Provided data:
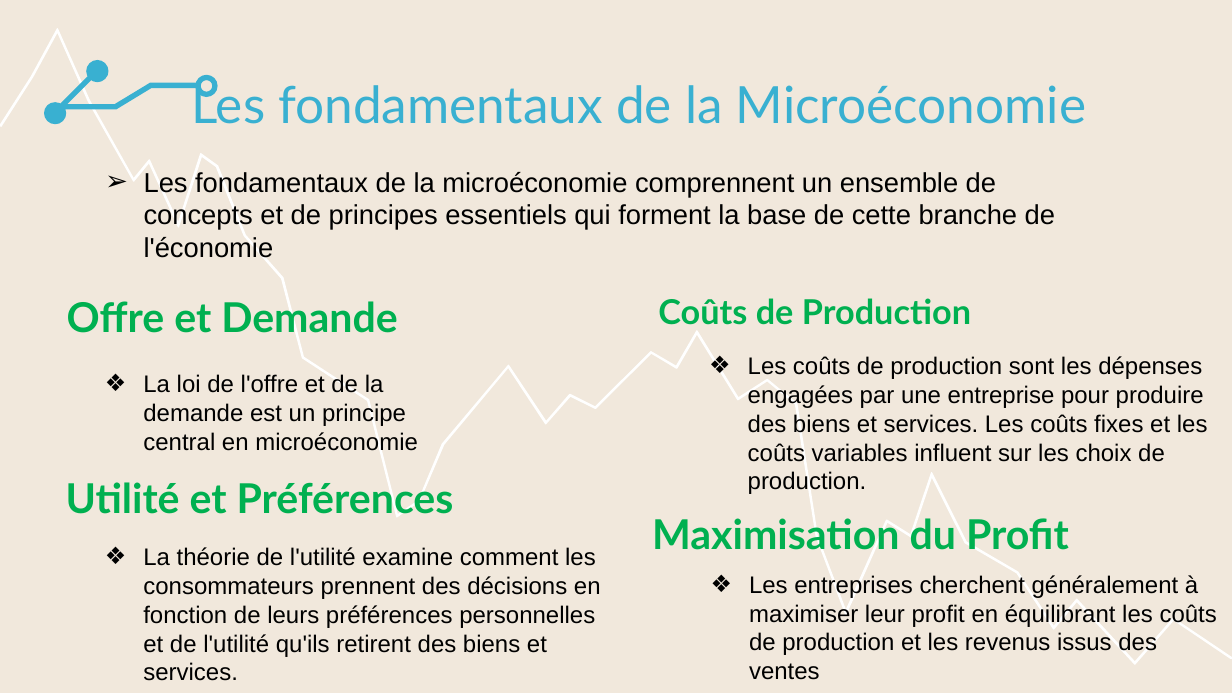
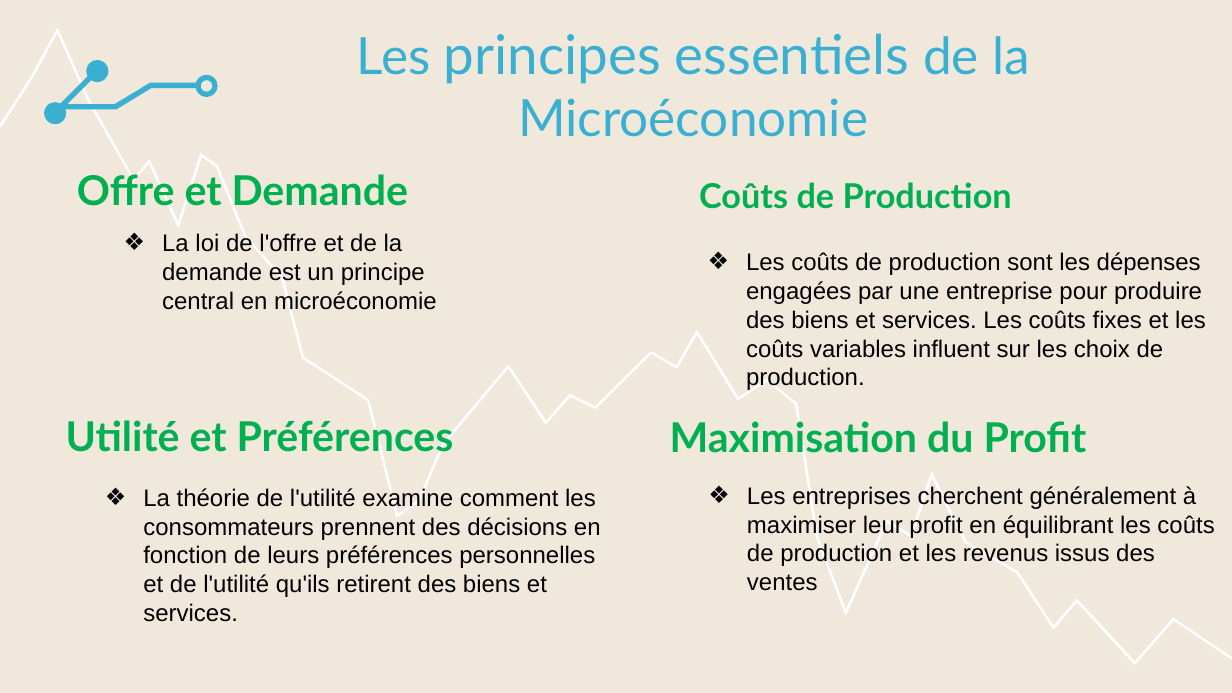
Before and after one commit to bydevmar/Master_MASD_FPO, a slide deck: slide 12 of SEMESTER 1/Mathématiques pour l'économie I/0. Introduction à l'économie/Introduction a l'économie.pptx. Drawn at 1232x693 pixels with LibreOffice and Linux fonts; fonts in the diff are those of the drawing. Boxes give left, top, right and bottom in pixels: in the first picture for what was removed or moved away, otherwise in the second. Text is boxed around its words. In the diff, an @@ line names an element or a change of style, - is before the commit and + after.

```diff
--- a/SEMESTER 1/Mathématiques pour l'économie I/0. Introduction à l'économie/Introduction a l'économie.pptx
+++ b/SEMESTER 1/Mathématiques pour l'économie I/0. Introduction à l'économie/Introduction a l'économie.pptx
@@ title at (x1=357, y1=33, x2=1030, y2=137): text changed @@
-Les fondamentaux de la Microéconomie
+Les principes essentiels de la Microéconomie
@@ text "Offre et Demande" moved from (x1=67, y1=301, x2=398, y2=333) to (x1=77, y1=174, x2=409, y2=206) @@
@@ text removed at (x1=144, y1=172, x2=1055, y2=258) @@
-➢ Les fondamentaux de la microéconomie comprennent un ensemble de concepts et de principes essentiels qui forment la base de cette branche de l'économie
@@ text "Coûts de Production" moved from (x1=658, y1=298, x2=971, y2=325) to (x1=699, y1=182, x2=1012, y2=209) @@
@@ text "La loi de l'offre et ..." moved from (x1=143, y1=374, x2=418, y2=451) to (x1=162, y1=233, x2=437, y2=310) @@
@@ text "Les coûts de production sont ..." moved from (x1=748, y1=356, x2=1208, y2=494) to (x1=746, y1=252, x2=1206, y2=390) @@
@@ text "Utilité et Préférences" moved from (x1=66, y1=482, x2=454, y2=514) to (x1=66, y1=420, x2=454, y2=452) @@
@@ text "Maximisation du Profit" moved from (x1=652, y1=518, x2=1069, y2=550) to (x1=670, y1=421, x2=1087, y2=453) @@
@@ text "La théorie de l'utilité examine ..." moved from (x1=143, y1=547, x2=601, y2=681) to (x1=143, y1=488, x2=601, y2=622) @@
@@ text "Les entreprises cherchent généralement à ..." moved from (x1=749, y1=575, x2=1217, y2=680) to (x1=747, y1=486, x2=1214, y2=591) @@
```
Also in this commit, not shown: 5 other slides changed.

Brief: Show every line above in which the word "principes" appears.

Written answer:
+Les principes essentiels de la Microéconomie
-➢ Les fondamentaux de la microéconomie comprennent un ensemble de concepts et de principes essentiels qui forment la base de cette branche de l'économie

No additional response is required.